## Data to use
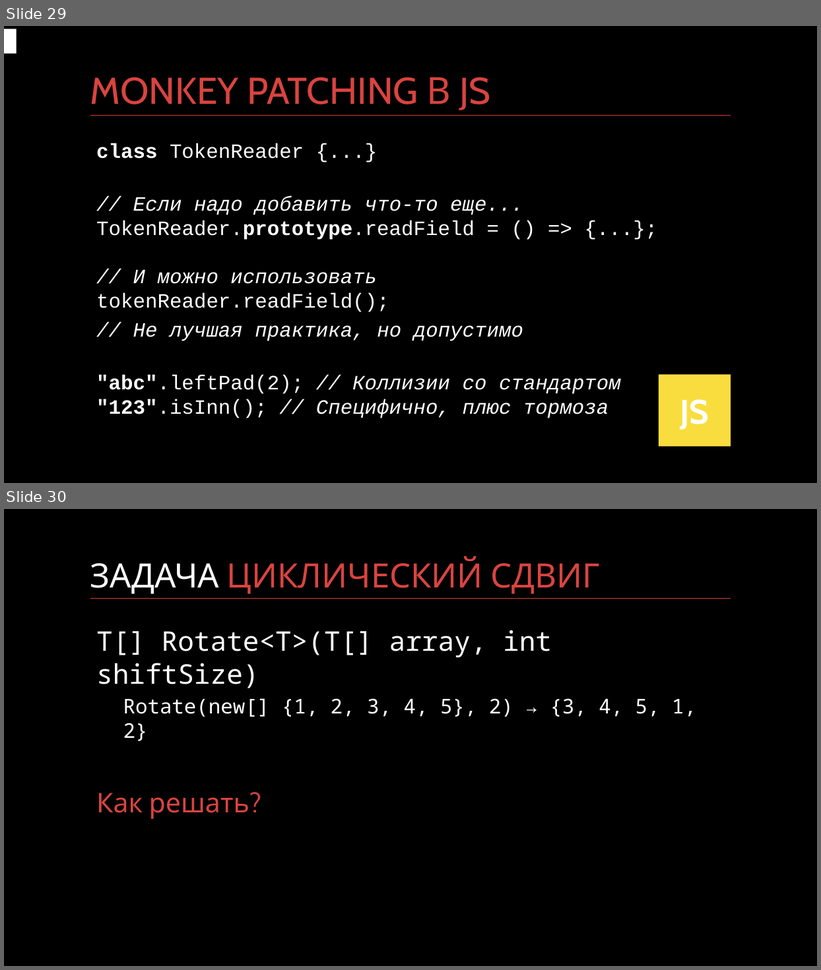
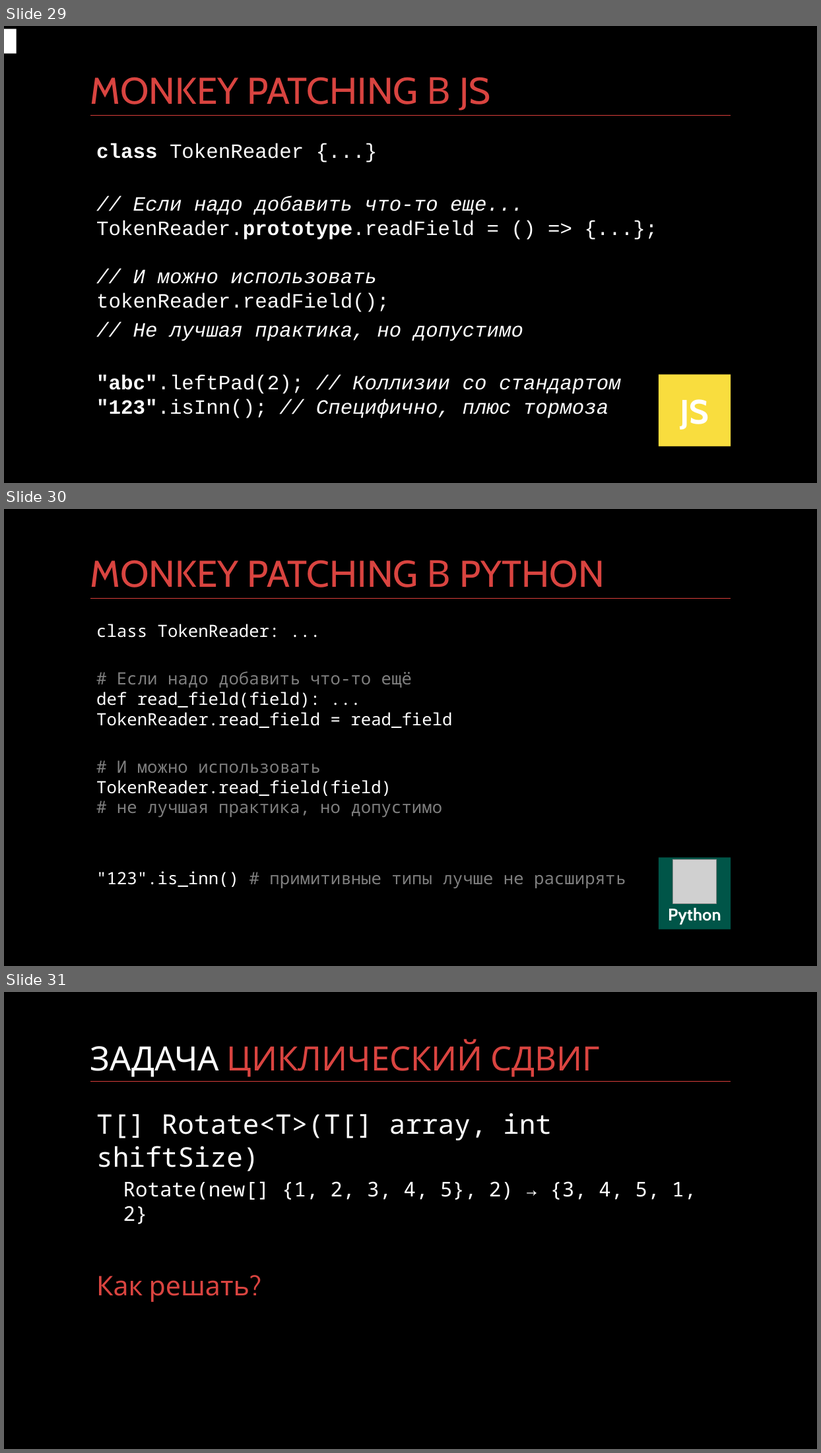
Before and after one commit to kontur-courses/clean-code, a slide deck: clean-code-black.pptx. Shown one above the other, each under a label of ours: slides 29 and 30 before the commit, slides 29, 30 and 31 after it. The pictures are 821x970 and 821x1453 pixels, drawn with LibreOffice and Linux fonts; fonts in the diff are those of the drawing; grey boxes stand for pictures. Boxes give left, top, right and bottom in pixels: in the first picture for what was removed or moved away, otherwise in the second. Text is boxed around its words. In the diff, an @@ line names an element or a change of style, - is before the commit and + after.

Commit message:
add python in presentation

```diff
--- a/clean-code-black.pptx
+++ b/clean-code-black.pptx
@@ slide 30 added at box(4, 509, 817, 966), background #000000; not listed: 1 template element that a slide beside it also shows @@
@@ title added at box(90, 560, 605, 588), 44 pt, text #D94440 @@
+MONKEY PATCHING В PYTHON
@@ text added at box(96, 624, 626, 889), 20 pt, text #FFFFFF @@
+class TokenReader: ...
+# Если надо добавить что-то ещё
+def read_field(field): ...
+TokenReader.read_field = read_field
+# И можно использовать
+TokenReader.read_field(field)
+# не лучшая практика, но допустимо
+"123".is_inn() # примитивные типы лучше не расширять
@@ rectangle added at box(659, 858, 731, 930), fill #005548, 20 pt, text #FFFFFF, bold @@
+Python
@@ picture added at box(673, 860, 717, 904) @@
@@ what was slide 30 is now slide 31 @@
```
Also in this commit, not shown: 2 slides changed, 5 other slides added.

## Instructions for the task
The required output is every line above that contains the string "element".

## Reply
Before and after one commit to kontur-courses/clean-code, a slide deck: clean-code-black.pptx. Shown one above the other, each under a label of ours: slides 29 and 30 before the commit, slides 29, 30 and 31 after it. The pictures are 821x970 and 821x1453 pixels, drawn with LibreOffice and Linux fonts; fonts in the diff are those of the drawing; grey boxes stand for pictures. Boxes give left, top, right and bottom in pixels: in the first picture for what was removed or moved away, otherwise in the second. Text is boxed around its words. In the diff, an @@ line names an element or a change of style, - is before the commit and + after.
@@ slide 30 added at box(4, 509, 817, 966), background #000000; not listed: 1 template element that a slide beside it also shows @@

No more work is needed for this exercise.